Report how many lines below contain the word "renumber", and give only that number.

#### Stored data
☆ ☆ ☆ ☆ ☆

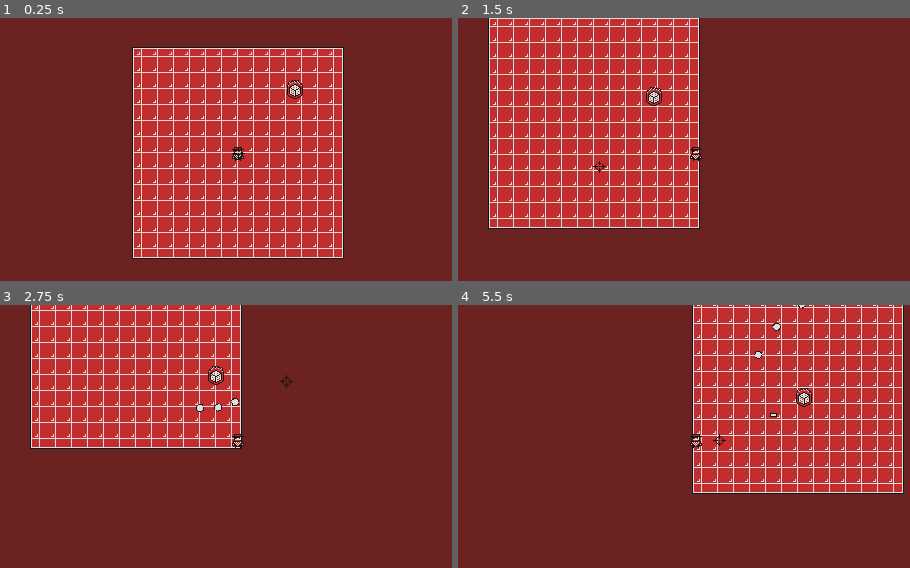
Above: before the commit, frames 1-4 (two rows, left to right).
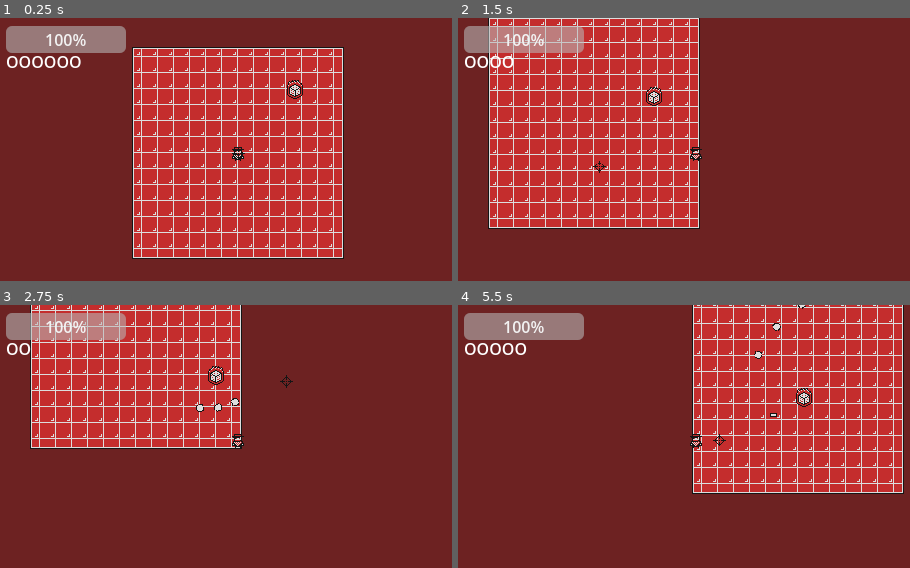
Above: after the commit, the same moments.

Repository: saffron247/lnd-casino
Game: Godot game, scene res://scenes/screens/screen_game.tscn
Same seed, same stepped clock (60 frames per second), same inputs: the game is played once before the commit and once after it.
Inputs (mouse positions are in pixels of both pictures, inside the frame that each line leads up to):
- Up to frame 1 (0.25 s): no input
- Up to frame 2 (1.5 s): move the mouse to (801, 138) at 0.52 s; press the mouse at (801, 138) at 0.53 s; hold D (right) 0.53-1.28 s; move the mouse to (598, 165) at 1.27 s; release the mouse at (598, 165) at 1.28 s; hold S (down) from 1.28 s (still down); click (598, 165) at 1.35 s
- Up to frame 3 (2.75 s): move the mouse to (284, 381) at 2.02 s; release S (down) at 2.03 s; press the mouse at (284, 381) at 2.03 s; hold D (right) from 2.03 s (still down)
- Up to frame 4 (5.5 s): move the mouse to (670, 494) at 2.77 s; release D (right) at 2.78 s; release the mouse at (670, 494) at 2.78 s; hold W (up) 2.78-3.53 s; click (670, 494) at 2.85 s; move the mouse to (842, 481) at 3.52 s; press the mouse at (842, 481) at 3.53 s; hold A (left) 3.53-5.03 s; move the mouse to (552, 399) at 4.27 s; release the mouse at (552, 399) at 4.28 s; click (552, 399) at 4.35 s; move the mouse to (720, 439) at 5.02 s; press the mouse at (720, 439) at 5.03 s; hold S (down) from 5.03 s (still down)

The runs differ from the first frame. In frame 1, 3.1% of the frame differs, in the area x 1-28%, y 3-20%; in frame 2, 2.6%; in frame 3, 2.6%; in frame 4, 3.0%.

Commit message:
0.0.5 Combat UI

Diff:
--- a/project.godot
+++ b/project.godot
@@ -8,11 +8,15 @@
 
 config_version=5
 
+[animation]
+
+compatibility/default_parent_skeleton_in_mesh_instance_3d=true
+
 [application]
 
 config/name="LNDCasino"
 run/main_scene="uid://df6ynq6mlrhst"
-config/features=PackedStringArray("4.5", "Forward Plus")
+config/features=PackedStringArray("4.6", "Forward Plus")
 config/icon="res://assets/icon.svg"
 
 [display]
--- a/scenes/entities/enemies/enemy_crapshoot.tscn
+++ b/scenes/entities/enemies/enemy_crapshoot.tscn
@@ -10,7 +10,7 @@
 [sub_resource type="RectangleShape2D" id="RectangleShape2D_1h4fm"]
 size = Vector2(12, 14)
 
-[node name="EnemyCrapshoot" instance=ExtResource("1_6rjfe")]
+[node name="EnemyCrapshoot" unique_id=629152574 instance=ExtResource("1_6rjfe")]
 script = ExtResource("2_sbfi8")
 
 [node name="CollisionBox" parent="." index="0"]
@@ -26,7 +26,7 @@
 texture = ExtResource("3_x5hl5")
 region_rect = Rect2(0, 0, 20, 20)
 
-[node name="ShootTimer" type="Timer" parent="." index="6"]
+[node name="ShootTimer" type="Timer" parent="." index="6" unique_id=817403662]
 process_callback = 0
 wait_time = 2.0
 autostart = true
--- a/scenes/entities/enemy_bullet.tscn
+++ b/scenes/entities/enemy_bullet.tscn
@@ -6,17 +6,16 @@
 [sub_resource type="RectangleShape2D" id="RectangleShape2D_80udl"]
 size = Vector2(4, 4)
 
-[node name="EnemyBullet" type="Area2D"]
+[node name="EnemyBullet" type="Area2D" unique_id=1754662023]
 z_index = 1
 collision_layer = 64
 collision_mask = 5
 script = ExtResource("1_80udl")
 
-[node name="CollisionShape2D" type="CollisionShape2D" parent="."]
+[node name="CollisionShape2D" type="CollisionShape2D" parent="." unique_id=1613109499]
 shape = SubResource("RectangleShape2D_80udl")
 
-[node name="Sprite2D" type="Sprite2D" parent="."]
+[node name="Sprite2D" type="Sprite2D" parent="." unique_id=1711083235]
 texture = ExtResource("2_t0ygs")
 
-[connection signal="area_entered" from="." to="." method="_on_area_entered"]
 [connection signal="body_entered" from="." to="." method="_on_body_entered"]
--- a/scenes/entities/player.tscn
+++ b/scenes/entities/player.tscn
@@ -9,38 +9,44 @@
 [sub_resource type="RectangleShape2D" id="RectangleShape2D_1ie0h"]
 size = Vector2(6, 12)
 
-[node name="Player" type="CharacterBody2D"]
+[node name="Player" type="CharacterBody2D" unique_id=1905243164]
 collision_layer = 2
 collision_mask = 9
 motion_mode = 1
 script = ExtResource("1_08t41")
 
-[node name="CollisionBox" type="CollisionShape2D" parent="."]
+[node name="CollisionBox" type="CollisionShape2D" parent="." unique_id=5966260]
 position = Vector2(0, 5)
 shape = SubResource("RectangleShape2D_08t41")
 
-[node name="HitArea" type="Area2D" parent="."]
+[node name="HitArea" type="Area2D" parent="." unique_id=363673875]
 collision_layer = 4
 collision_mask = 64
 
-[node name="HitBox" type="CollisionShape2D" parent="HitArea"]
+[node name="HitBox" type="CollisionShape2D" parent="HitArea" unique_id=1514012917]
 position = Vector2(0, 1)
 shape = SubResource("RectangleShape2D_1ie0h")
 
-[node name="Sprite2D" type="Sprite2D" parent="."]
+[node name="Sprite2D" type="Sprite2D" parent="." unique_id=1783660382]
 texture = ExtResource("1_ucweq")
 region_enabled = true
 region_rect = Rect2(0, 0, 16, 16)
 
-[node name="Camera2D" type="Camera2D" parent="."]
+[node name="Camera2D" type="Camera2D" parent="." unique_id=1798593139]
 
-[node name="ShootTimer" type="Timer" parent="."]
+[node name="ShootTimer" type="Timer" parent="." unique_id=1838522691]
 wait_time = 0.5
 one_shot = true
 
-[node name="ReloadTimer" type="Timer" parent="."]
+[node name="ReloadTimer" type="Timer" parent="." unique_id=896371145]
 wait_time = 0.75
 one_shot = true
 
+[node name="HitTimer" type="Timer" parent="." unique_id=1178337793]
+wait_time = 0.2
+one_shot = true
+
+[connection signal="area_entered" from="HitArea" to="." method="_on_hit_area_area_entered"]
 [connection signal="timeout" from="ShootTimer" to="." method="_on_shoot_timer_timeout"]
 [connection signal="timeout" from="ReloadTimer" to="." method="_on_reload_timer_timeout"]
+[connection signal="timeout" from="HitTimer" to="." method="_on_hit_timer_timeout"]
--- a/scenes/screens/screen_game.tscn
+++ b/scenes/screens/screen_game.tscn
@@ -1,9 +1,10 @@
-[gd_scene load_steps=8 format=4 uid="uid://df6ynq6mlrhst"]
+[gd_scene format=4 uid="uid://df6ynq6mlrhst"]
 
 [ext_resource type="PackedScene" uid="uid://ch6nkbe1al2lb" path="res://scenes/entities/player.tscn" id="1_lr4bj"]
 [ext_resource type="Texture2D" uid="uid://cv3jcrq53jdtn" path="res://assets/tilesets/tiles_casino.png" id="1_nkoa8"]
 [ext_resource type="PackedScene" uid="uid://ib5dvjc06o27" path="res://scenes/entities/enemies/enemy_crapshoot.tscn" id="3_afsak"]
 [ext_resource type="PackedScene" uid="uid://d0g6xyxi5pnmj" path="res://scenes/gui/cursor_sprite.tscn" id="3_qwan3"]
+[ext_resource type="Script" uid="uid://b1c53rigrkesb" path="res://scripts/gui/hud.gd" id="4_8qaev"]
 
 [sub_resource type="NavigationPolygon" id="NavigationPolygon_qwan3"]
 vertices = PackedVector2Array(98, 98, -98, 98, -98, -98, 98, -98)
@@ -39,28 +40,45 @@
 physics_layer_0/collision_mask = 0
 sources/0 = SubResource("TileSetAtlasSource_lr4bj")
 
-[node name="ScreenGame" type="Node"]
+[node name="ScreenGame" type="Node" unique_id=54031846]
 
-[node name="World" type="Node2D" parent="."]
+[node name="World" type="Node2D" parent="." unique_id=669172211]
 y_sort_enabled = true
 
-[node name="Player" parent="World" instance=ExtResource("1_lr4bj")]
+[node name="Player" parent="World" unique_id=499377368 instance=ExtResource("1_lr4bj")]
 
-[node name="Arena" type="NavigationRegion2D" parent="World"]
+[node name="Arena" type="NavigationRegion2D" parent="World" unique_id=1066046394]
 y_sort_enabled = true
 navigation_polygon = SubResource("NavigationPolygon_qwan3")
 
-[node name="TileMap" type="Node2D" parent="World/Arena"]
+[node name="TileMap" type="Node2D" parent="World/Arena" unique_id=577961063]
 y_sort_enabled = true
 
-[node name="LayerTemp" type="TileMapLayer" parent="World/Arena/TileMap"]
+[node name="LayerTemp" type="TileMapLayer" parent="World/Arena/TileMap" unique_id=2092619416]
 z_index = -1
 tile_map_data = PackedByteArray("AAD6//r/AAABAAAAAAD6//v/AAABAAAAAAD6//z/AAABAAAAAAD6//3/AAABAAAAAAD6//7/AAABAAAAAAD6// …(31504 unchanged characters)…
 tile_set = SubResource("TileSet_qwan3")
 
-[node name="EnemyCrapshoot" parent="World/Arena" instance=ExtResource("3_afsak")]
+[node name="EnemyCrapshoot" parent="World/Arena" unique_id=803128576 instance=ExtResource("3_afsak")]
 position = Vector2(64, -72)
 
-[node name="HUD" type="CanvasLayer" parent="."]
+[node name="HUD" type="CanvasLayer" parent="." unique_id=178087688]
+script = ExtResource("4_8qaev")
 
-[node name="CursorSprite" parent="HUD" instance=ExtResource("3_qwan3")]
+[node name="CursorSprite" parent="HUD" unique_id=37864918 instance=ExtResource("3_qwan3")]
+
+[node name="HealthBar" type="ProgressBar" parent="HUD" unique_id=1013566487]
+offset_left = 8.0
+offset_top = 8.0
+offset_right = 128.0
+offset_bottom = 35.0
+
+[node name="AmmoBar" type="Label" parent="HUD" unique_id=1482932508]
+offset_left = 8.0
+offset_top = 32.0
+offset_right = 105.0
+offset_bottom = 55.0
+text = "OOOOOO "
+
+[connection signal="ammo_updated" from="World/Player" to="HUD" method="_on_player_ammo_updated"]
+[connection signal="health_updated" from="World/Player" to="HUD" method="_on_player_health_updated"]
--- a/scripts/entities/enemy_bullet.gd
+++ b/scripts/entities/enemy_bullet.gd
@@ -19,7 +19,3 @@
 func _on_body_entered(body):
 	if not (body is Enemy):
 		queue_free()
-
-
-func _on_area_entered(_area):
-	queue_free()
--- a/scripts/entities/player.gd
+++ b/scripts/entities/player.gd
@@ -1,6 +1,11 @@
 class_name Player
 extends CharacterBody2D
 ## The player-controlled character.
+
+
+# SIGNALS
+signal health_updated(new_health: int, max_health: int)
+signal ammo_updated(new_ammo: int)
 
 
 # ENUMS
@@ -19,6 +24,9 @@
 # VARIABLES
 var state := State.FREE  ## Current state.
 var base_speed = 150  ## Base movement speed.
+var max_health = 10  ## Maximum health.
+var health = max_health  ## Current health.
+var is_invincible = false  ## True if the player can't take damage.
 var max_ammo = 6  ## Maximum ammo.
 var ammo = max_ammo  ## Current ammo.
 @onready var screen_size := get_viewport_rect().size  ## Screen size.
@@ -28,6 +36,9 @@
 func _ready() -> void:
 	# Sets up resize signal
 	get_tree().get_root().size_changed.connect(resize)
+
+	health_updated.emit(max_health, max_health)
+	ammo_updated.emit(max_ammo)
 
 
 ## Triggers on screen resize; ensures attacks are directed correctly.
@@ -78,11 +89,13 @@
 	add_sibling(bullet)
 
 	ammo -= 1
+	ammo_updated.emit(ammo)
 
 
 ## Reloads ammo to max.
 func reload() -> void:
 	ammo = max_ammo
+	ammo_updated.emit(ammo)
 	update_state(State.FREE)
 
 
@@ -96,3 +109,22 @@
 
 func _on_reload_timer_timeout() -> void:
 	reload()
+
+
+func _on_hit_area_area_entered(area: Area2D) -> void:
+	if area is EnemyBullet:
+		area.queue_free()
+		if not is_invincible:
+			health -= 1
+			if health < 1:
+				pass
+			else:
+				is_invincible = true
+				health_updated.emit(health, max_health)
+				$Sprite2D.region_rect.position.y = $Sprite2D.region_rect.size.y
+				$HitTimer.start()
+
+
+func _on_hit_timer_timeout() -> void:
+	is_invincible = false
+	$Sprite2D.region_rect.position.y = 0
--- /dev/null
+++ b/scripts/gui/hud.gd
@@ -0,0 +1,13 @@
+class_name HUD
+extends CanvasLayer
+
+
+func _on_player_health_updated(new_health: int, max_health: int) -> void:
+	$HealthBar.max_value = max_health
+	$HealthBar.value = new_health
+
+
+func _on_player_ammo_updated(new_ammo: int) -> void:
+	$AmmoBar.text = ""
+	for i in range(new_ammo):
+		$AmmoBar.text += "O"
Not shown: 1 places in scenes/entities/enemies/enemy_crapshoot.tscn that only renumber resources
Not shown: 1 places in scenes/entities/enemy_bullet.tscn that only renumber resources
Not shown: 1 places in scenes/entities/player.tscn that only renumber resources
Not shown, added: scripts/gui/hud.gd.uid

☆ ☆ ☆ ☆ ☆

#### Solution to this task
3